I am a manual worker and know a little bit about computers but seems the forum truly has some experts who know better than Nvidia/AMD and all the game devs.

As for the Physics on the CPU in consoles, how you can compare that to GPU PhysX is a joke Humbug.
 
I guess i still need convincing of that, i haven't seen anything in a PhysX game thats not in games that use Havok



I see

ibzo2syRK75Xvo.gif
 
I refer you back to what i originally said

I would like to see what the difference is between this and whats Physics are use in games where its not call Nvidia PhysX.

Boarder Lands 2 had some interesting effects but that was a game crying out for the imagination to run wild given its cartoon nature, it delivered on that, i'm not convinced the same thing could not have been done with Havoc or Bullet.

Other games like the Metro series, Planet Side 2 ecte... i don't see anything thats not in BF4, Crysis 3 and the like
.

The question for me is, does it have to be Nvidia, or AMD? don't we already have what they have minus the brand ties?

 
Well if you think you can do better...I'm not saying it couldn't be better optimised...but it's certainly better than running it on the CPU. I wouldn't use Arkham Origins as a prime example either as the game is little short of being well optimised.

And Havok doesn't have anything near PhysX within games Humbug.
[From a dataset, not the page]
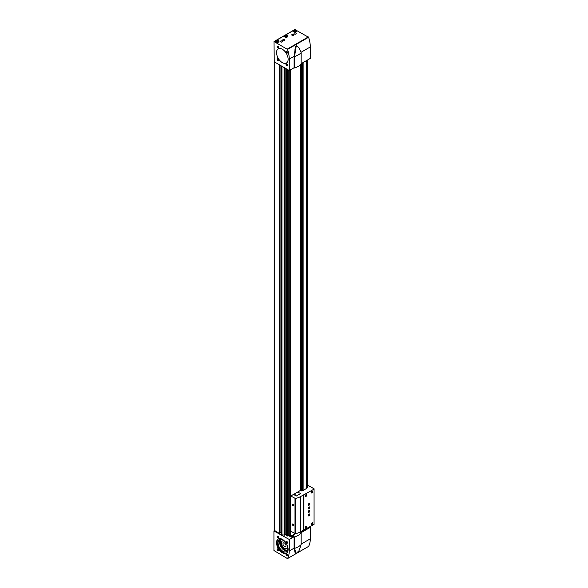 <?xml version="1.0" encoding="UTF-8"?>
<svg xmlns="http://www.w3.org/2000/svg" width="588" height="588" viewBox="0 0 588 588"><rect width="100%" height="100%" fill="white"/><g stroke="black" fill="none" stroke-linecap="round" stroke-linejoin="round"><path stroke-width="0.88" d="M281.108 534.235L281.961 534.874L284.386 535.058M274.243 530.273L279.278 533.353L279.829 533.037M289.796 70.229L289.788 536.447L291.06 536.175M286.378 535.734L286.378 68.847L286.496 535.822L287.797 535.786L287.797 69.663M301.622 531.199L301.732 531.699L301.732 531.133M306.282 60.711L306.289 488.606L303.121 490.451L301.732 491.002L301.732 63.335M301.732 531.699L306.267 529.325L306.289 528.862M306.289 529.112L307.23 528.318M292.243 535.484L295.316 533.713M287.797 535.323L289.788 535.323M285.099 68.105L285.099 534.301L286.378 534.61M285.099 533.963A0.647 0.375 0 0 0 284.394 533.595M281.042 532.361A1.294 0.75 0 0 0 280.902 532.353L280.902 65.68M279.888 532.361L280.902 532.353M300.519 490.363L300.519 64.761M301.857 531.699L301.857 531.067M301.857 491.002L301.857 63.261M306.289 488.415L307.23 487.908L307.23 60.16M301.159 63.666L310.339 58.366L310.339 46.915L301.122 52.236M289.289 70.523L294.11 67.738L294.11 56.286L289.289 59.072L289.289 70.523L274.243 61.836L274.03 41.557L287.532 49.429L308.582 37.272A25.894 14.95 60 0 1 310.339 46.915M287.532 49.429A25.894 14.95 60 0 1 289.289 59.072M284.923 37A1.727 1 0 0 0 286.804 37.213A1.727 1 0 0 0 287.87 36.294A1.727 1 0 0 0 286.143 35.295A1.727 1 0 0 0 284.416 36.294A1.727 1 0 0 0 284.923 37M276.073 42.108A1.727 1 0 0 0 277.955 42.321A1.727 1 0 0 0 279.021 41.403A1.727 1 0 0 0 277.293 40.403A1.727 1 0 0 0 275.566 41.403A1.727 1 0 0 0 276.073 42.108M293.772 31.884A1.727 1 0 0 0 295.654 32.105A1.727 1 0 0 0 296.719 31.186A1.727 1 0 0 0 294.992 30.186A1.727 1 0 0 0 293.265 31.186A1.727 1 0 0 0 293.772 31.884M293.618 34.442A1.08 0.625 180 0 1 293.618 35.324A1.08 0.625 180 0 1 292.096 35.324A1.08 0.625 180 0 1 292.096 34.442A1.08 0.625 180 0 1 293.618 34.442M284.467 39.727A1.08 0.625 180 0 1 284.467 40.609A1.08 0.625 180 0 1 282.938 40.609A1.08 0.625 180 0 1 282.938 39.727A1.08 0.625 180 0 1 284.467 39.727M294.382 34.001A1.08 0.625 0 0 0 295.558 34.133A1.08 0.625 0 0 0 296.22 33.56A1.08 0.625 0 0 0 295.147 32.935A1.08 0.625 0 0 0 294.066 33.56A1.08 0.625 0 0 0 294.382 34.001M280.652 41.932A1.08 0.625 0 0 0 281.828 42.064A1.08 0.625 0 0 0 282.49 41.491A1.08 0.625 0 0 0 281.417 40.866A1.08 0.625 0 0 0 280.336 41.491A1.08 0.625 0 0 0 280.652 41.932M294.992 29.598L308.582 37.272M282.328 62.629A8.203 4.733 -120 0 0 286.429 63.034A8.203 4.733 -120 0 0 286.429 53.567A8.203 4.733 -120 0 0 278.227 48.833A8.203 4.733 -120 0 0 276.97 55.404A8.203 4.733 -120 0 0 282.328 62.629M286.753 53.03A1.08 0.625 -120 0 0 287.517 52.589A1.08 0.625 -120 0 0 286.753 51.266A1.08 0.625 -120 0 0 285.988 51.707A1.08 0.625 -120 0 0 286.753 53.03M277.904 47.922A1.08 0.625 -120 0 0 278.668 47.481A1.08 0.625 -120 0 0 277.904 46.158A1.08 0.625 -120 0 0 277.139 46.599A1.08 0.625 -120 0 0 277.904 47.922M286.753 65.709A1.08 0.625 -120 0 0 287.517 65.275A1.08 0.625 -120 0 0 286.753 63.952A1.08 0.625 -120 0 0 285.988 64.393A1.08 0.625 -120 0 0 286.753 65.709M277.904 60.601A1.08 0.625 -120 0 0 278.668 60.16A1.08 0.625 -120 0 0 277.904 58.844A1.08 0.625 -120 0 0 277.139 59.285A1.08 0.625 -120 0 0 277.904 60.601M277.977 58.888A0.889 0.514 -120 0 0 277.587 58.873A0.889 0.514 -120 0 0 277.455 59.586A0.889 0.514 -120 0 0 278.036 60.373A0.889 0.514 -120 0 0 278.484 60.417A0.889 0.514 -120 0 0 278.661 60.079M286.819 63.996A0.889 0.514 -120 0 0 286.437 63.982A0.889 0.514 -120 0 0 286.305 64.695A0.889 0.514 -120 0 0 286.885 65.481A0.889 0.514 -120 0 0 287.334 65.525A0.889 0.514 -120 0 0 287.51 65.187M277.977 46.202A0.889 0.514 -120 0 0 277.587 46.187A0.889 0.514 -120 0 0 277.455 46.908A0.889 0.514 -120 0 0 278.036 47.687A0.889 0.514 -120 0 0 278.484 47.731A0.889 0.514 -120 0 0 278.661 47.4M286.819 51.31A0.889 0.514 -120 0 0 286.437 51.296A0.889 0.514 -120 0 0 286.305 52.016A0.889 0.514 -120 0 0 286.885 52.802A0.889 0.514 -120 0 0 287.334 52.847A0.889 0.514 -120 0 0 287.51 52.508M292.104 68.899A0.97 0.559 0 0 0 293 68.377M281.931 42.035A1.08 0.625 0 0 0 280.895 42.035M295.661 34.104A1.08 0.625 0 0 0 294.625 34.104M283.012 40.645A0.889 0.514 180 0 1 282.813 40.322A0.889 0.514 180 0 1 283.357 39.844A0.889 0.514 180 0 1 284.335 39.955A0.889 0.514 180 0 1 284.592 40.322A0.889 0.514 180 0 1 284.394 40.645M292.163 35.361A0.889 0.514 180 0 1 291.964 35.037A0.889 0.514 180 0 1 292.515 34.56A0.889 0.514 180 0 1 293.486 34.67A0.889 0.514 180 0 1 293.75 35.037A0.889 0.514 180 0 1 293.544 35.361M294.441 31.708A0.779 0.448 0 0 0 295.742 31.509A0.779 0.448 0 0 0 294.441 31.708M295.521 31.723L295.713 31.304L294.463 31.113L294.801 31.833M294.044 31.943A1.338 0.772 0 0 0 295.94 31.943A1.338 0.772 0 0 0 295.94 30.848A1.338 0.772 0 0 0 294.044 30.848A1.338 0.772 0 0 0 294.044 31.943M296.477 31.693A1.507 0.875 0 0 0 296.499 31.539A1.507 0.875 0 0 0 296.058 30.921A1.507 0.875 0 0 0 295.992 30.885M293.985 30.885A1.507 0.875 0 0 0 293.926 30.921A1.507 0.875 0 0 0 293.478 31.539A1.507 0.875 0 0 0 293.508 31.693M276.742 41.932A0.779 0.448 0 0 0 278.043 41.726A0.779 0.448 0 0 0 276.742 41.932M277.823 41.939L277.485 41.219L276.764 41.329L277.102 42.049M276.345 42.16A1.338 0.772 0 0 0 278.242 42.16A1.338 0.772 0 0 0 278.242 41.064A1.338 0.772 0 0 0 276.345 41.064A1.338 0.772 0 0 0 276.345 42.16M278.778 41.91A1.507 0.875 0 0 0 278.808 41.755A1.507 0.875 0 0 0 278.359 41.138A1.507 0.875 0 0 0 278.3 41.101M276.294 41.101A1.507 0.875 0 0 0 276.228 41.138A1.507 0.875 0 0 0 275.787 41.755A1.507 0.875 0 0 0 275.809 41.91M285.592 36.824A0.779 0.448 0 0 0 286.893 36.618A0.779 0.448 0 0 0 285.592 36.824M286.672 36.831L286.863 36.412L285.614 36.221L285.952 36.941M285.195 37.051A1.338 0.772 0 0 0 287.091 37.051A1.338 0.772 0 0 0 287.091 35.956A1.338 0.772 0 0 0 285.195 35.956A1.338 0.772 0 0 0 285.195 37.051M287.65 36.647L287.65 36.772A1.507 0.875 0 0 0 287.65 36.647A1.507 0.875 0 0 0 287.209 36.03A1.507 0.875 0 0 0 287.142 35.993M285.136 35.993A1.507 0.875 0 0 0 285.077 36.03A1.507 0.875 0 0 0 284.636 36.647A1.507 0.875 0 0 0 284.658 36.801M295.367 31.789L295.183 31.002M294.463 31.715L294.463 31.113M295.183 31.686L294.581 31.774M286.518 36.897L286.334 36.111M285.614 36.824L285.614 36.221M286.334 36.794L285.731 36.882M277.668 42.005L277.485 41.219M276.764 41.932L276.764 41.329M277.485 41.902L276.882 41.991M296.073 46.974L294.537 56.536L294.11 56.286L295.507 46.643L296.631 45.805L297.344 46.246L296.073 46.974L295.507 46.643M301.159 52.714L301.159 64.165A17.258 9.967 0 0 1 294.537 67.987L294.537 56.536A17.258 9.967 0 0 0 301.159 52.714L299.013 47.826L297.344 46.246M294.537 67.987L294.11 67.738M282.328 49.238A8.203 4.733 -120 0 0 278.227 48.833A8.203 4.733 -120 0 0 278.227 58.3A8.203 4.733 -120 0 0 286.429 63.034A8.203 4.733 -120 0 0 287.686 56.463A8.203 4.733 -120 0 0 282.328 49.238M301.159 544.084L310.339 538.784A25.894 14.95 60 0 1 308.582 546.399L308.465 546.465M289.289 539.49L289.289 550.941L294.11 548.156L294.985 552.316L296.109 553.602L287.481 558.6L273.935 550.53L273.935 530.979L289.289 539.49L294.11 536.704L293.5 536.352L294.11 535.999L293.5 536.352L294.537 536.947A17.258 9.967 180 0 0 301.159 533.125L299.005 532.588L300.725 532.882L310.339 527.333L310.339 538.784M289.289 550.941A25.894 14.95 60 0 1 287.532 558.549M297.219 552.955L308.582 546.399M309.641 526.929L310.339 527.333M294.11 535.999L292.736 535.205L294.11 535.999M291.06 536.035L291.06 536.668A0.97 0.559 0 0 0 291.347 537.065A0.97 0.559 0 0 0 292.405 537.189A0.97 0.559 0 0 0 293 536.668L293 536.035A0.97 0.559 0 0 0 292.03 535.47A0.97 0.559 0 0 0 291.06 536.035A0.97 0.559 0 0 0 291.347 536.432A0.97 0.559 0 0 0 292.405 536.55A0.97 0.559 0 0 0 293 536.035M294.537 536.947L294.537 548.398L296.073 553.558L299.013 550.713L301.159 544.576A17.258 9.967 180 0 1 294.537 548.398L294.11 548.156L294.11 536.704M282.328 552.735A8.203 4.733 -120 0 0 286.429 553.139A8.203 4.733 -120 0 0 286.429 543.672A8.203 4.733 -120 0 0 278.227 538.939A8.203 4.733 -120 0 0 276.97 545.51A8.203 4.733 -120 0 0 282.328 552.735M286.753 555.814A1.08 0.625 -120 0 0 287.517 555.381A1.08 0.625 -120 0 0 286.753 554.058A1.08 0.625 -120 0 0 285.988 554.499A1.08 0.625 -120 0 0 286.753 555.814M277.904 550.706A1.08 0.625 -120 0 0 278.668 550.265A1.08 0.625 -120 0 0 277.904 548.949A1.08 0.625 -120 0 0 277.139 549.39A1.08 0.625 -120 0 0 277.904 550.706M286.753 543.136A1.08 0.625 -120 0 0 287.517 542.695A1.08 0.625 -120 0 0 286.753 541.372A1.08 0.625 -120 0 0 285.988 541.813A1.08 0.625 -120 0 0 286.753 543.136M277.904 538.027A1.08 0.625 -120 0 0 278.668 537.586A1.08 0.625 -120 0 0 277.904 536.263A1.08 0.625 -120 0 0 277.139 536.704A1.08 0.625 -120 0 0 277.904 538.027M277.977 536.307A0.889 0.514 -120 0 0 277.587 536.293A0.889 0.514 -120 0 0 277.455 537.013A0.889 0.514 -120 0 0 278.036 537.792A0.889 0.514 -120 0 0 278.484 537.836A0.889 0.514 -120 0 0 278.661 537.505M286.819 541.416A0.889 0.514 -120 0 0 286.437 541.401A0.889 0.514 -120 0 0 286.305 542.121A0.889 0.514 -120 0 0 286.885 542.908A0.889 0.514 -120 0 0 287.334 542.952A0.889 0.514 -120 0 0 287.51 542.614M277.977 548.994A0.889 0.514 -120 0 0 277.587 548.979A0.889 0.514 -120 0 0 277.455 549.692A0.889 0.514 -120 0 0 278.036 550.478A0.889 0.514 -120 0 0 278.484 550.522A0.889 0.514 -120 0 0 278.661 550.184M286.819 554.102A0.889 0.514 -120 0 0 286.437 554.087A0.889 0.514 -120 0 0 286.305 554.8A0.889 0.514 -120 0 0 286.885 555.587A0.889 0.514 -120 0 0 287.334 555.631A0.889 0.514 -120 0 0 287.51 555.293M284.511 546.539A2.161 1.242 -120 0 0 285.592 546.649A2.161 1.242 -120 0 0 285.592 544.157A2.161 1.242 -120 0 0 283.431 542.915A2.161 1.242 -120 0 0 283.1 544.642A2.161 1.242 -120 0 0 284.511 546.539M284.636 541.335A4.314 2.492 -120 0 0 282.35 541.041A4.314 2.492 -120 0 0 281.689 544.503A4.314 2.492 -120 0 0 284.511 548.303A4.314 2.492 -120 0 0 286.665 548.516A4.314 2.492 -120 0 0 287.561 546.399M286.812 548.42A4.314 2.492 -120 0 0 286.973 548.339A4.314 2.492 -120 0 0 287.745 547.274M283.975 540.732A4.314 2.492 -120 0 0 282.659 540.864A4.314 2.492 -120 0 0 282.512 540.967M281.476 539.439A6.167 3.557 -120 0 0 280.866 544.451A6.167 3.557 -120 0 0 284.812 549.64A6.167 3.557 -120 0 0 287.62 550.081M281.439 539.431A6.167 3.557 -120 0 0 281.365 539.475A6.167 3.557 -120 0 0 280.417 544.414A6.167 3.557 -120 0 0 284.452 549.854A6.167 3.557 -120 0 0 287.532 550.155A6.167 3.557 -120 0 0 287.606 550.111M280.336 539.402A6.902 3.984 -120 0 0 280.167 545.047A6.902 3.984 -120 0 0 284.452 550.456A6.902 3.984 -120 0 0 287.084 551.081M282.968 551.309A6.902 3.984 -120 0 0 286.422 551.647A6.902 3.984 -120 0 0 286.422 543.68A6.902 3.984 -120 0 0 279.521 539.688A6.902 3.984 -120 0 0 278.462 545.223A6.902 3.984 -120 0 0 282.968 551.309M278.565 538.777A8.203 4.733 -120 0 0 277.705 545.429A8.203 4.733 -120 0 0 282.968 552.367A8.203 4.733 -120 0 0 286.738 552.933M295.507 553.227L296.117 553.609L287.481 558.6M301.159 544.576L301.159 533.125M300.725 493.457L297.418 492.193L290.781 495.993L290.781 531.221L295.36 533.706A13.811 7.975 0 0 0 300.541 531.824L314.065 524.371L314.065 488.782L308.597 485.703L307.23 486.496M297.418 492.193L300.88 490.157L301.365 490.613L301.365 63.548M301.732 491.002L301.607 63.408M292.92 524.004L292.92 524.004A0.86 0.5 60 0 1 292.92 525.407A0.86 0.5 60 0 1 292.92 524.004M292.92 504.269L292.92 504.269A0.86 0.5 60 0 1 292.92 505.68A0.86 0.5 60 0 1 292.92 504.269M290.781 495.993L295.36 498.477A13.811 7.975 0 0 0 300.541 496.588L314.065 489.135M303.445 530.222L303.445 494.986M303.386 530.185L303.386 494.949M309.031 510.538A1.08 0.625 120 0 0 308.325 511.494A1.08 0.625 120 0 0 308.487 512.354A1.08 0.625 120 0 0 309.567 511.736A1.08 0.625 120 0 0 309.567 510.487A1.08 0.625 120 0 0 309.031 510.538M309.031 503.497A1.08 0.625 120 0 0 308.325 504.445A1.08 0.625 120 0 0 308.487 505.312A1.08 0.625 120 0 0 309.567 504.688A1.08 0.625 120 0 0 309.567 503.438A1.08 0.625 120 0 0 309.031 503.497M305.973 496.448A1.08 0.625 -60 0 1 305.216 496.007A1.08 0.625 -60 0 1 305.973 494.684A1.08 0.625 -60 0 1 306.738 495.125A1.08 0.625 -60 0 1 305.973 496.448M309.031 508.782A1.08 0.625 -60 0 1 308.266 508.341A1.08 0.625 -60 0 1 309.031 507.018A1.08 0.625 -60 0 1 309.788 507.459A1.08 0.625 -60 0 1 309.031 508.782M309.031 515.83A1.08 0.625 -60 0 1 308.266 515.389A1.08 0.625 -60 0 1 309.031 514.066A1.08 0.625 -60 0 1 309.788 514.507A1.08 0.625 -60 0 1 309.031 515.83M305.973 528.156A1.08 0.625 -60 0 1 305.216 527.715A1.08 0.625 -60 0 1 305.973 526.4A1.08 0.625 -60 0 1 306.738 526.841A1.08 0.625 -60 0 1 305.973 528.156M312.081 524.636A1.08 0.625 -60 0 1 311.317 524.195A1.08 0.625 -60 0 1 312.081 522.872A1.08 0.625 -60 0 1 312.845 523.313A1.08 0.625 -60 0 1 312.081 524.636M312.081 492.928A1.08 0.625 -60 0 1 311.317 492.487A1.08 0.625 -60 0 1 312.081 491.164A1.08 0.625 -60 0 1 312.845 491.605A1.08 0.625 -60 0 1 312.081 492.928M303.93 530.222L303.93 494.986M294.059 494.096L296.271 496.022L300.762 493.435L297.418 492.156M294.75 495.147L295.279 494.802M293.522 505.254A0.698 0.404 60 0 1 292.684 504.306A0.698 0.404 60 0 1 292.978 504.306M293.522 524.988A0.698 0.404 60 0 1 292.684 524.033A0.698 0.404 60 0 1 292.978 524.04M312.007 491.208A0.889 0.514 -60 0 1 312.39 491.193A0.889 0.514 -60 0 1 312.529 491.913A0.889 0.514 -60 0 1 311.949 492.693A0.889 0.514 -60 0 1 311.5 492.737A0.889 0.514 -60 0 1 311.317 492.406M312.007 522.916A0.889 0.514 -60 0 1 312.39 522.908A0.889 0.514 -60 0 1 312.529 523.621A0.889 0.514 -60 0 1 311.949 524.408A0.889 0.514 -60 0 1 311.5 524.452A0.889 0.514 -60 0 1 311.317 524.114M305.907 526.444A0.889 0.514 -60 0 1 306.289 526.429A0.889 0.514 -60 0 1 306.429 527.142A0.889 0.514 -60 0 1 305.841 527.928A0.889 0.514 -60 0 1 305.4 527.973A0.889 0.514 -60 0 1 305.216 527.634M308.957 514.11A0.889 0.514 -60 0 1 309.339 514.096A0.889 0.514 -60 0 1 309.479 514.809A0.889 0.514 -60 0 1 308.898 515.595A0.889 0.514 -60 0 1 308.45 515.639A0.889 0.514 -60 0 1 308.266 515.308M308.957 507.062A0.889 0.514 -60 0 1 309.339 507.047A0.889 0.514 -60 0 1 309.479 507.767A0.889 0.514 -60 0 1 308.898 508.554A0.889 0.514 -60 0 1 308.45 508.598A0.889 0.514 -60 0 1 308.266 508.26M305.907 494.728A0.889 0.514 -60 0 1 306.289 494.721A0.889 0.514 -60 0 1 306.429 495.434A0.889 0.514 -60 0 1 305.841 496.221A0.889 0.514 -60 0 1 305.4 496.265A0.889 0.514 -60 0 1 305.216 495.927M308.296 504.555A1.08 0.625 120 0 0 308.818 503.651M308.296 511.597A1.08 0.625 120 0 0 308.818 510.7M281.806 534.815L281.806 66.201M281.108 534.411L281.108 65.797M279.278 533.353L279.278 64.746M274.243 530.45L274.243 61.836M290.156 536.594L290.156 70.023M289.899 536.543L289.899 70.17M287.466 536.028L287.466 69.472M286.496 535.822L286.496 68.906M284.063 535.315L284.063 67.502M281.961 534.874L281.961 66.29M303.121 531.148L303.121 530.339M303.121 490.451L303.121 62.534M290.376 536.565L290.376 69.891M279.579 533.353L279.579 64.923M279.829 533.213L279.829 65.062M284.283 535.256L284.283 67.635M284.386 535.087L284.386 67.694M285.158 534.352L285.158 68.135M287.686 535.969L287.686 69.597M287.789 535.808L287.789 69.656M287.973 535.051L287.973 69.759M288.194 534.992L288.194 69.891M300.799 490.208L300.799 64.511M300.821 490.194L300.821 64.489M301.321 490.598L301.321 63.57M302.541 531.302L302.541 530.67M302.541 490.613L302.541 62.865M302.555 531.287L302.555 530.663M302.555 490.59L302.555 62.857M303.048 531.155L303.048 530.376M303.048 490.458L303.048 62.578M306.517 488.312L306.517 60.579L306.539 488.297M287.26 49.098L308.318 36.941M274.243 41.579L295.294 29.422M295.617 49.789L294.985 49.421M295.617 552.676L294.985 552.316M295 533.661L295 498.426M295.36 533.706L295.36 498.477M300.541 531.824L300.541 496.588M274.177 530.361L274.177 61.791M279.888 533.125L279.888 65.099M281.042 534.323L281.042 65.76M284.394 535.073L284.394 67.694M289.788 536.447L289.788 70.229M274.03 41.557L295.08 29.4M297.175 552.999L308.531 546.443M274.03 530.78L274.42 530.552"/></g></svg>

Never has a Havok game thrown particles around like PhysX has. I don't think some people appreciate just how difficult it is to translate simple effects like 'reactive smoke' into real time and put it in an-actual-game.

It's all so easy apparently.
I'm not saying it's easy - what I am saying is people seem to accept having a 20fps hit on minimums at a rather basic 1080p res (God knows what kind of hit you take @ 1440p+) for effects that frankly, don't warrant the performance drop.

I don't really care how complex it actually is - if that's the kind of hit I have to accept, I'd rather have a more basic Havok version & higher frame rates. The point is, I pay this premium to nVidia to have these extra features - and PhysX is still a bitter pill to swallow imo.